Variables related to fruits and seeds can vary between plants of the same species, reproductive years, or even within the same plant (Lovatel et al. 2021). Seed size is one factor influencing seedling emergence through the quantity of reserves present in the seed (Pádua et al. 2010). Furthermore, fruit biometric variables also help in the plant breeding of several species, quantifying phenotypic divergence through quantitative and qualitative descriptors (Abud et al. 2018), and it is also possible to extract genotypic values from these attributes. Therefore, the genetic variability within and between tree populations can be characterized by fruit and seed biometry, and can also be related to environmental factors, helping conservation and genetic improvement programs of species (Silveira et al. 2019).
Genotypic variances (σ²g) smaller than the residual variances (σ²e), in all variables, result in low or intermediate levels of heritability. In other words, the effect of the environment (residual variance) was predominant in the genotypic effect of the progenies. Heritability is the parameter that determines phenotypic traits that well represent the genetic gain of progenies. The amount of phenotypic plasticity is a consequence of the genotype, and it is a reliable guide to use in genetic selection (Moraes et al. 2015; Silva et al. 2018).
The coefficients of determination of the matrix effects (c²parc) were low because there is a significant interaction between the sites in which each one is inserted (area, soil, pollen source, etc.), resulting in the high genetic variability of the progenies (Santos 2021). This result is expected because, in allogamous species, it is common for genetic diversity to be greater within than between populations, or in this case, seed trees (Golunski et al. 2015; Siqueira et al. 2021).

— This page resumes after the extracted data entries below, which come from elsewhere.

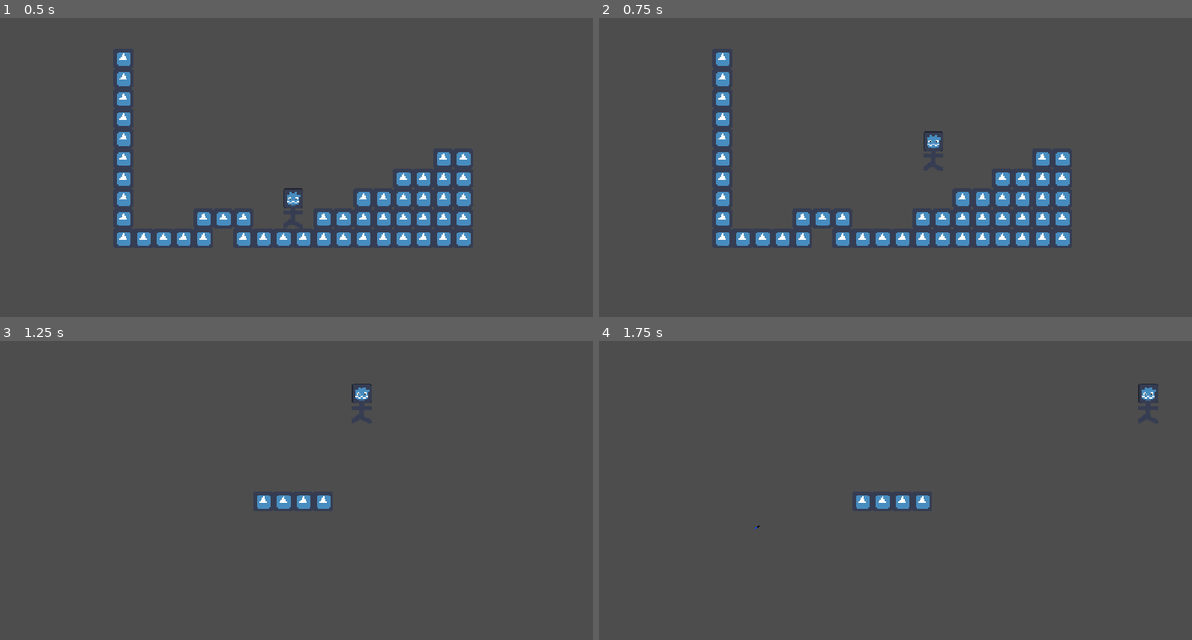
Above: before the commit, frames 1-4 (two rows, left to right).
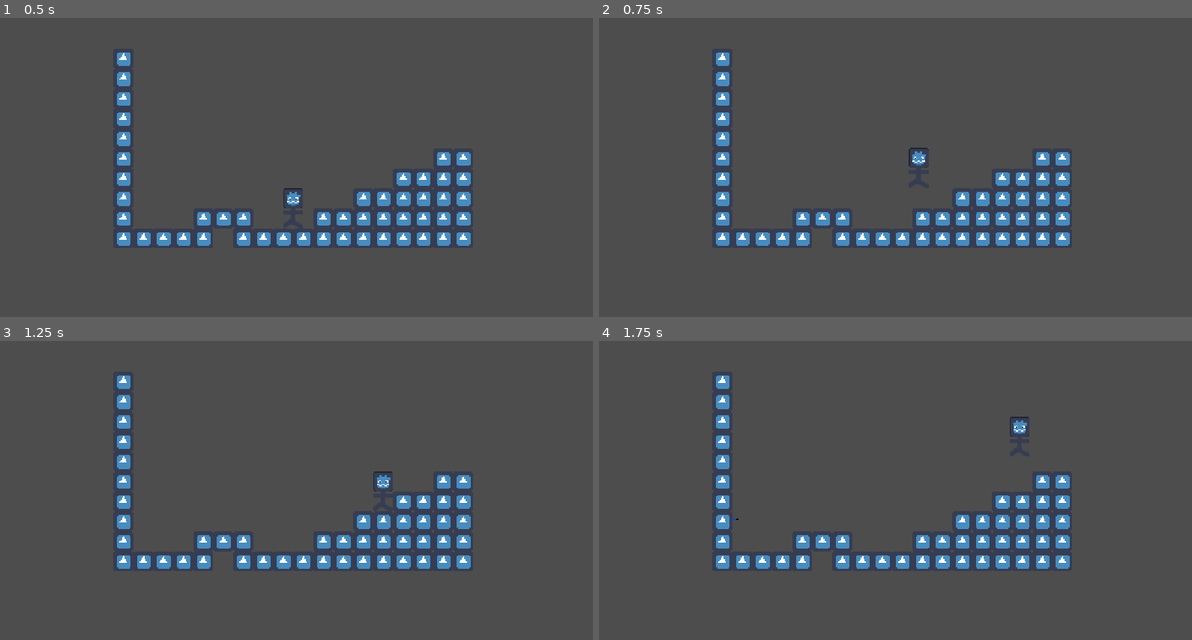
Above: after the commit, the same moments.

Repository: DISN-kolo/jesters_quest_GGJ24
Game: Godot game, scene res://Levels/Level0.tscn
Same seed, same stepped clock (60 frames per second), same inputs: the game is played once before the commit and once after it. The engine's default icon, where the game draws it, is replaced by a stand-in: a white triangle on a blue panel in a dark square.
Inputs (mouse positions are in pixels of both pictures, inside the frame that each line leads up to):
- Up to frame 1 (0.5 s): no input
- Up to frame 2 (0.75 s): move the mouse to (1025, 131) at 0.52 s; hold Right (right) from 0.53 s (still down); tap Space (jump) at 0.6 s
- Up to frame 3 (1.25 s): keep holding Right (right); tap Space (jump) at 0.77, 1.07 s
- Up to frame 4 (1.75 s): keep holding Right (right); move the mouse to (770, 487) at 1.27 s; click (770, 487) at 1.35 s; tap Space (jump) at 1.52, 1.55 s

Frame 1 is identical in both runs. In frame 2, 0.2% of the frame differs, in the area x 52-59%, y 37-51%; in frame 3, 5.6%; in frame 4, 5.6%, in the area x 19-95%, y 11-77%.

Commit message:
grace period

Diff:
--- a/Characters/player.gd
+++ b/Characters/player.gd
@@ -1,9 +1,12 @@
 extends CharacterBody2D
 
 
-@export var SPEED = 300.0
-@export var JUMP_VELOCITY = -400.0
+@export var SPEED = 200.0
+@export var JUMP_VELOCITY = -300.0
 @export var down_vel_max = 400.0
+
+# jump grace
+var floorer = 1.0
 
 # Get the gravity from the project settings to be synced with RigidBody nodes.
 var gravity = ProjectSettings.get_setting("physics/2d/default_gravity")
@@ -14,9 +17,12 @@
 	if not is_on_floor():
 		velocity.y += gravity * delta
 		velocity.y = min(velocity.y, down_vel_max)
+		floorer = lerp(floorer, 0.0, 40*delta)
+	else:
+		floorer = 1.0
 
 	# Handle jump.
-	if Input.is_action_just_pressed("jump") and is_on_floor():
+	if Input.is_action_just_pressed("jump")  and floorer > 0.001:
 		velocity.y = JUMP_VELOCITY
 
 	# Get the input direction and handle the movement/deceleration.
--- a/Projectile/arrow.tscn
+++ b/Projectile/arrow.tscn
@@ -6,7 +6,7 @@
 [sub_resource type="RectangleShape2D" id="RectangleShape2D_61owc"]
 size = Vector2(2, 6)
 
-[node name="Arrow" type="RigidBody2D"]
+[node name="Arrow" type="RigidBody2D" groups=["arrow"]]
 collision_layer = 2
 collision_mask = 2
 gravity_scale = 0.369
@@ -16,7 +16,7 @@
 [node name="ArrowSprite" type="Sprite2D" parent="."]
 texture = ExtResource("1_7p4vo")
 
-[node name="ArrowCollider" type="CollisionShape2D" parent="."]
+[node name="ArrowCollider" type="CollisionShape2D" parent="." groups=["arrow"]]
 shape = SubResource("RectangleShape2D_61owc")
 
 [node name="Timer" type="Timer" parent="."]

Seed biometry is an efficient criterion to verify genetic divergence among individuals (Lovatel et al. 2021). It should also be noted that the heritability coefficient, in the strict sense, reflects how much of the phenotypic variation, observed in a quantitative character, is heritable due to the additive gene effects transferred from parental individuals to their descendants (Costa et al. 2010). Due to lack of information on family structure, in this work, the heritability coefficient in the strict sense could not be calculated.
The collection of reproductive material from seed trees with better emergence rates and fruits with attractive characteristics, helps in the genetic improvement of forest restoration projects. The genetic quality of the sources of material is essential for the establishment, rapid growth, and sustainability of tree populations (Jansson et al. 2016; Mazhula et al. 2021). Kavaliauskas et al. (2021) recommends that seed collection evaluation should depend on attributes such as the number of viable and reproductive individuals, CBH, and height. They also highlight the importance of selecting material sources based on phenotypic characteristics and genetic diversity criteria.
Also, Kijowska-Oberc et al. (2020) brings up the issue of proper conservation of seed stocks in gene banks since phenotypic plasticity plays an essential role in plant adaptation to environmental changes. Reserves with greater genetic diversity, with populations grown in different locations, have a better chance of surviving under new climatic conditions. Given the importance of genotype selection and the rapid development of phenotyping technology, it is becoming increasingly important to know how additional phenotypic traits can improve the prediction accuracy for a target trait (Arouisse et al. 2021).
However, since forest restoration projects rarely consider the genetic diversity associated with seed quality for their development, there is a lack of market demand for native species that meet these needs. Thus, expanding knowledge about the diversity of high-quality native seed species is critical (Atkinson et al. 2021).
The G. americana population of the Saltinho Biological Reserve is a good source of reproductive material for the species since seed trees 1, 4, and 6, respectively, were genetically satisfactory to be designated for this purpose. However, it should be noted that it is not recommended to select only three seed trees for a restoration or conservation project with allogamous and dioecious species. Considering the assumptions of Nunes (2021), based on a mean of 441 seeds and a variance of 1,458, this work has an effective population size of 12 and a potential inbreeding for the restoration project of 4.16%. For this to occur, it is necessary, for the restoration project, for seedlings to be formed from all these seeds, implanted, and conducted, without any mortality.
Melo et al. (2021) found a low effective population size for G. americana of 2.69 and 3.27 in a natural population (NP) of Sergipe and progeny test (PT), respectively, due to the high outcrossing rate between related trees. The number of alleles for both populations ranged from 8 to 23, with 96 alleles and a mean of 13.7. Of these, 19 alleles were deprived of the NP population and 15 from the PT population. Therefore, the number of seed trees needed for the collection was 56 in NP and 46 in PT. From this, the authors recommend that the same number of male and female trees should be maintained in each progeny to maximize the effective population size of the parental population of G. americana for offspring production.
Manoel et al. (2015b) obtained a mean effective population size of 2.5 and a mean number of alleles of 23.5 in a population of G. americana in São Paulo. In this work, it was recommended to collect seeds from at least 60 seed trees. Ancestry must be reduced and effective sample variance increased for ex situ conservation and forest restoration. Collecting seeds from multiple trees helps achieve these parameters.